Центр тяжести (Поляринов) - страница 258

И постепенно этот рейс – 12:45 – стал занимать в его жизни одно из самых важных мест.

Он даже письма к ней подписывал именно так – «1245». Это значило: «С нетерпением жду встречи с тобой».

Уже через год они поженились, у них родился сын. Его назвали «Андреас» – ироническая отсылка к одному из героев пьесы «Барабаны в ночи».

Сам Андреас свое детство называл «щелью слабого света между двумя идеально черными вечностями» – имея в виду мировые войны, конечно же, – оно пришлось на 1924–1929 годы, эпоху Штраземана, последний тихий и спокойный период в жизни страны – до того, как.

Андреас признавался, что плохо помнит тот период. Или, возможно, просто не хотел говорить о нем.

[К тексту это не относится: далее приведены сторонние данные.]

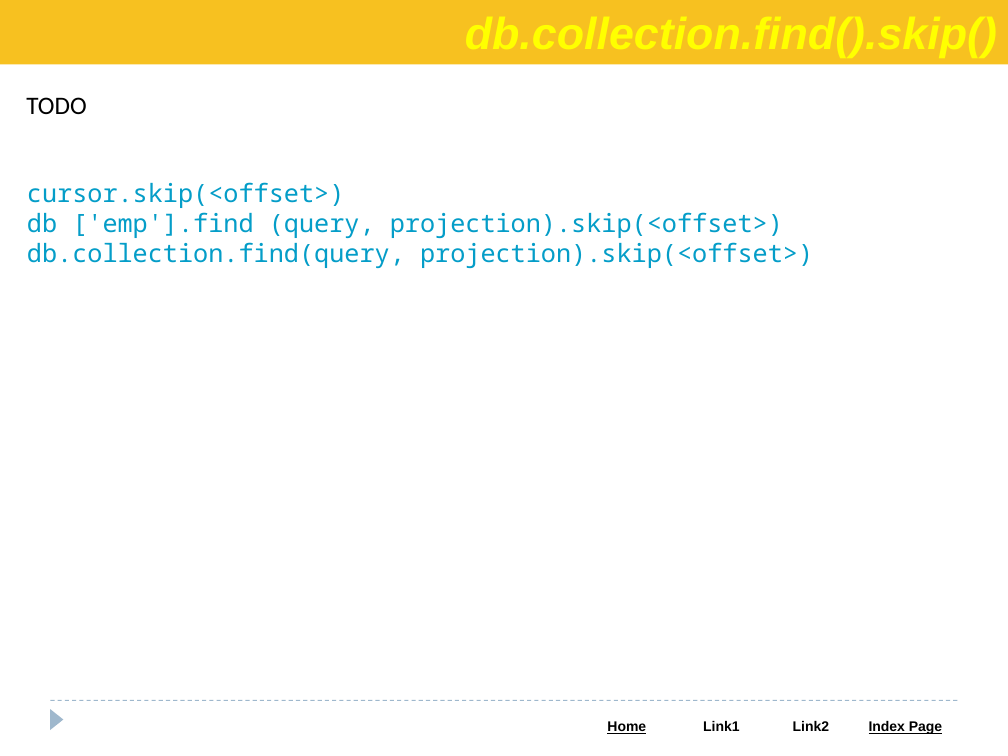
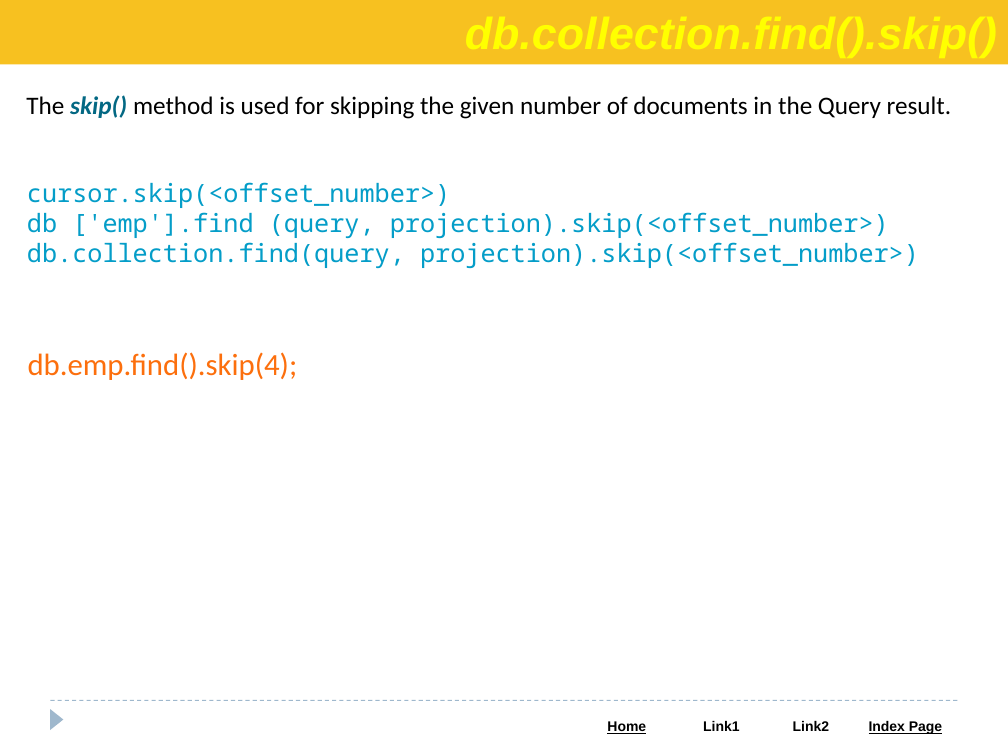
Before and after one commit to Saleel-Bagde/PPT-s, a slide deck: slide 31 of MongoDB.pptx. Drawn at 1008x756 pixels with LibreOffice and Linux fonts; fonts in the diff are those of the drawing. Boxes give left, top, right and bottom in pixels: in the first picture for what was removed or moved away, otherwise in the second. Text is boxed around its words. In the diff, an @@ line names an element or a change of style, - is before the commit and + after.

```diff
--- a/MongoDB.pptx
+++ b/MongoDB.pptx
@@ text at (26, 95, 952, 119): text changed @@
-TODO
+The skip() method is used for skipping the given number of documents in the Query result.
@@ text at (27, 182, 919, 268): text changed @@
-cursor.skip(<offset>)
-db ['emp'].find (query, projection).skip(<offset>)
-db.collection.find(query, projection).skip(<offset>)
+cursor.skip(<offset_number>)
+db ['emp'].find (query, projection).skip(<offset_number>)
+db.collection.find(query, projection).skip(<offset_number>)
@@ text added at (28, 352, 298, 380), 22 pt, text #FC6F0D @@
+db.emp.find().skip(4);
```
Also in this commit, not shown: 3 other slides changed, 2 slides added.
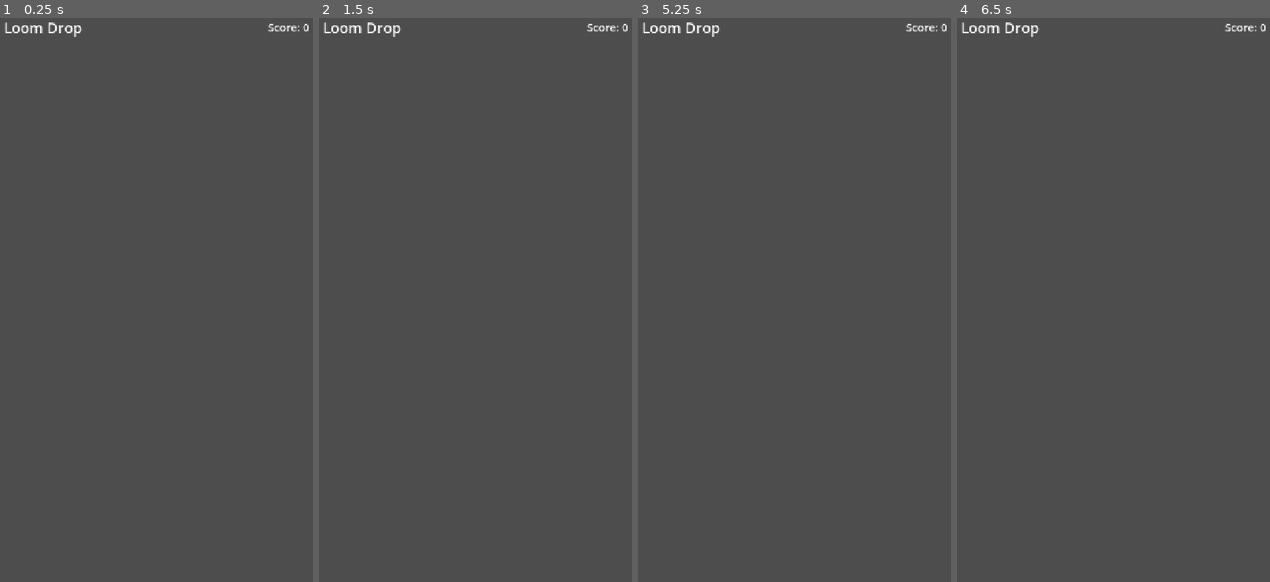
Above: before the commit, frames 1-4 (left to right).
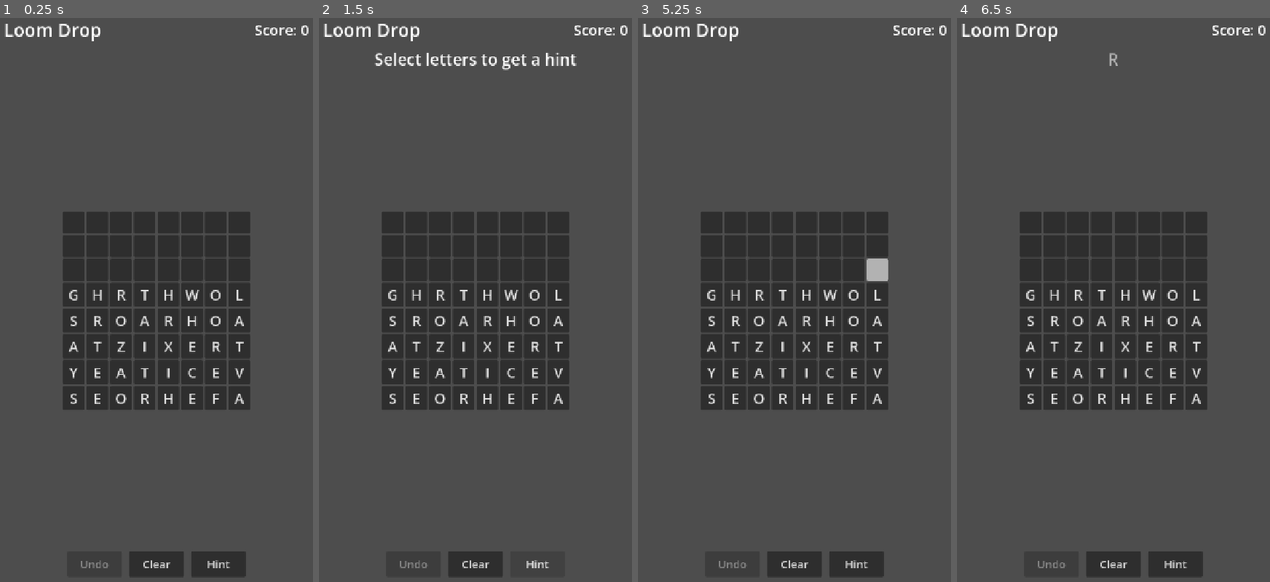
Above: after the commit, the same moments.

Repository: lux-sp4rk/wrdfall
Game: Godot game, scene res://scenes/LoomDrop.tscn
Two runs of this game, one before a commit and one after it. Both use one fixed random seed, a clock stepped at 60 frames per second and the inputs below.
Inputs (mouse positions are in pixels of both pictures, inside the frame that each line leads up to):
- Up to frame 1 (0.25 s): no input
- Up to frame 2 (1.5 s): click (475, 565) at 0.5 s, where only the run after the commit has a clickable "Clear"; click (538, 565) at 1.25 s, where only the run after the commit has a clickable "Hint"
- Up to frame 3 (5.25 s): click (794, 565) at 2 s, where only the run after the commit has a clickable "Clear"; click (857, 565) at 2.75 s, where only the run after the commit has a clickable "Hint"; click (794, 565) at 3.5 s, where only the run after the commit has a clickable "Clear"; click (857, 565) at 4.25 s, where only the run after the commit has a clickable "Hint"; tap Enter at 5 s; move the mouse to (866, 266) at 5.02 s; click (866, 266) at 5.17 s
- Up to frame 4 (6.5 s): tap Space at 5.75 s; move the mouse to (1047, 328) at 5.77 s; click (1047, 328) at 5.92 s

The runs differ from the first frame. In frame 1, 19% of the frame differs, in the area x 1-99%, y 0-99%; in frame 2, 19%; in frame 3, 19%; in frame 4, 19%.
Error before the commit: Parse Error: Unrecognized annotation: "@ontml". (res://scripts/LoomDrop.gd:5)

Commit message:
feat: Add senior-first UX baseline (Issue #6)
Implemented all UX requirements for senior-friendly gameplay:
- Increased font sizes: header (40), score (32), word label (36), grid buttons (32)
- Added large action buttons (120×56px) for Undo, Clear, and Hint
- Undo: One-level undo that restores previous grid and score
- Clear: Clears current letter selection
- Hint: Provides helpful nudges ("Select at least 3 letters", "Not in dictionary", etc.)

All tap targets now ≥44px for easy iPad use.

Co-Authored-By: Claude Sonnet 4.5 <noreply@anthropic.com>

Diff:
--- a/godot/scenes/LoomDrop.tscn
+++ b/godot/scenes/LoomDrop.tscn
@@ -33,21 +33,21 @@
 [node name="Header" type="Label" parent="MarginContainer/VBox/HeaderRow"]
 layout_mode = 2
 size_flags_horizontal = 3
-theme_override_font_sizes/font_size = 32
+theme_override_font_sizes/font_size = 40
 text = "Loom Drop"
 
 [node name="ScoreLabel" type="Label" parent="MarginContainer/VBox/HeaderRow"]
 unique_name_in_owner = true
 layout_mode = 2
-theme_override_font_sizes/font_size = 24
+theme_override_font_sizes/font_size = 32
 text = "Score: 0"
 horizontal_alignment = 2
 
 [node name="WordLabel" type="Label" parent="MarginContainer/VBox"]
 unique_name_in_owner = true
 layout_mode = 2
-custom_minimum_size = Vector2(0, 36)
-theme_override_font_sizes/font_size = 28
+custom_minimum_size = Vector2(0, 48)
+theme_override_font_sizes/font_size = 36
 text = ""
 horizontal_alignment = 1
 
@@ -61,3 +61,29 @@
 theme_override_constants/h_separation = 4
 theme_override_constants/v_separation = 4
 columns = 8
+
+[node name="ActionButtons" type="HBoxContainer" parent="MarginContainer/VBox"]
+layout_mode = 2
+theme_override_constants/separation = 16
+alignment = 1
+
+[node name="UndoButton" type="Button" parent="MarginContainer/VBox/ActionButtons"]
+unique_name_in_owner = true
+custom_minimum_size = Vector2(120, 56)
+layout_mode = 2
+theme_override_font_sizes/font_size = 24
+text = "Undo"
+
+[node name="ClearButton" type="Button" parent="MarginContainer/VBox/ActionButtons"]
+unique_name_in_owner = true
+custom_minimum_size = Vector2(120, 56)
+layout_mode = 2
+theme_override_font_sizes/font_size = 24
+text = "Clear"
+
+[node name="HintButton" type="Button" parent="MarginContainer/VBox/ActionButtons"]
+unique_name_in_owner = true
+custom_minimum_size = Vector2(120, 56)
+layout_mode = 2
+theme_override_font_sizes/font_size = 24
+text = "Hint"
--- a/godot/scripts/LoomDrop.gd
+++ b/godot/scripts/LoomDrop.gd
@@ -2,7 +2,10 @@
 
 @onready var grid_container: GridContainer = %"GridContainer"
 @onready var word_label: Label = %"WordLabel"
-@ontml:parameter name="score_label: Label = %"ScoreLabel"
+@onready var score_label: Label = %"ScoreLabel"
+@onready var undo_button: Button = %"UndoButton"
+@onready var clear_button: Button = %"ClearButton"
+@onready var hint_button: Button = %"HintButton"
 
 const ROWS: int = 8
 const COLS: int = 8
@@ -14,6 +17,11 @@
 var selected_path: Array = []  # Array of Vector2i (x=col, y=row)
 var is_selecting: bool = false
 var score: int = 0
+
+# Undo state
+var undo_grid: Array = []
+var undo_score: int = 0
+var can_undo: bool = false
 
 var dictionary: DictionaryService
 
@@ -64,6 +72,12 @@
 	_update_score_display()
 	_start_drop_timer()
 
+	# Connect button signals
+	undo_button.pressed.connect(_on_undo_pressed)
+	clear_button.pressed.connect(_on_clear_pressed)
+	hint_button.pressed.connect(_on_hint_pressed)
+	_update_button_states()
+
 
 func _build_weighted_bag() -> void:
 	_bag_distribution.clear()
@@ -99,7 +113,7 @@
 			var btn := Button.new()
 			btn.text = grid[row][col]
 			btn.custom_minimum_size = Vector2(48, 48)
-			btn.add_theme_font_size_override("font_size", 24)
+			btn.add_theme_font_size_override("font_size", 32)
 			btn.mouse_filter = Control.MOUSE_FILTER_IGNORE
 			grid_container.add_child(btn)
 			btn_row.append(btn)
@@ -360,6 +374,9 @@
 		word_label.text = "Not a valid word."
 		return
 
+	# Save state before making changes (for undo)
+	_save_undo_state()
+
 	var points: int = _score_word(word)
 	score += points
 	_update_score_display()
@@ -388,6 +405,68 @@
 		5: return 8
 		6: return 12
 		_: return 12 + (length - 6) * 5
+
+
+# --- Undo/Clear/Hint Buttons ---
+
+func _save_undo_state() -> void:
+	# Deep copy the grid
+	undo_grid.clear()
+	for row in grid:
+		var row_copy: Array = []
+		for cell in row:
+			row_copy.append(cell)
+		undo_grid.append(row_copy)
+	undo_score = score
+	can_undo = true
+	_update_button_states()
+
+
+func _on_undo_pressed() -> void:
+	if not can_undo:
+		return
+
+	# Restore previous state
+	grid.clear()
+	for row in undo_grid:
+		var row_copy: Array = []
+		for cell in row:
+			row_copy.append(cell)
+		grid.append(row_copy)
+
+	score = undo_score
+	_update_score_display()
+	_update_grid_display()
+
+	can_undo = false
+	_update_button_states()
+	word_label.text = "Undone"
+
+
+func _on_clear_pressed() -> void:
+	if is_selecting:
+		selected_path.clear()
+		_clear_selection_visuals()
+		is_selecting = false
+		word_label.text = ""
+
+
+func _on_hint_pressed() -> void:
+	if not is_selecting or selected_path.is_empty():
+		word_label.text = "Select letters to get a hint"
+		return
+
+	var word: String = _get_selected_word()
+	if selected_path.size() < MIN_WORD_LENGTH:
+		word_label.text = "Select at least 3 letters"
+	elif not dictionary.is_valid_word(word):
+		word_label.text = "Not in dictionary"
+	else:
+		word_label.text = "Valid! Release to accept"
+
+
+func _update_button_states() -> void:
+	undo_button.disabled = not can_undo
 
 
 # --- Gravity ---

Ему было семь, когда в 1930 году национал-социалисты стали второй по численности партией в парламенте. Но даже тогда никто из окружения Брехтов не воспринимал Гитлера всерьез. И Бертольд и Ольга всегда говорили о нем с пренебрежением, для них он был просто очередным чиновником-птеродактилем, немного сумасшедшим, не шибко умным – ну, в самом деле, это ведь несерьезно, войнобесие и популизм, никто не пойдет за ним; люди ведь не настолько глупы.

Но оказалось – настолько.

В тридцать третьем Гитлер стал рейхсканцлером и сразу взялся за дело: в первые сорок восемь часов были закрыты все газеты, оппозиционно настроенные к нацистам. Через неделю отряды штурмовиков уже устраивали налеты на радиостанции.

Андреас помнил напряженное молчание в доме, тревогу и новые слова, значения которых он тогда еще не знал: «милитаризм», «беспредел», «антисемитизм», «паразиты», «чума», «конвенция».

Дядя Микаэль приходил в гости, и они с отцом обсуждали последние новости – и даже тут отец не хотел верить в происходящее, но когда в ноябре тридцать третьего Германия вышла из Лиги Наций, отец по-настоящему забеспокоился, беседуя с другом, он как-то нервно посмеивался и без конца повторял, что «ситуация выглядит нездоровой».

– Вполне обычная ситуация, – отвечал Микаэль. Он развалился в кресле, расстегнул верхнюю пуговицу кителя, вытянул ноги. В руке стакан с чем-нибудь крепким, на лице – легкое раздражение. – Не надо слушать всех этих евреев-истеричек. Это обычная политическая борьба, и они в ней проигрывают, вот и строят из себя жертв. Все идет по плану. – Он осушил стакан и поморщился. – Они постоянно ноют, как же это достало. С чего они вдруг решили, что у них есть какие-то особые права? Ты вот говоришь о погромах на радиостанциях, ну, хорошо, тут наши ребята чуть перегнули палку, но при этом, заметь, все крупные еврейские газеты и издательства работают.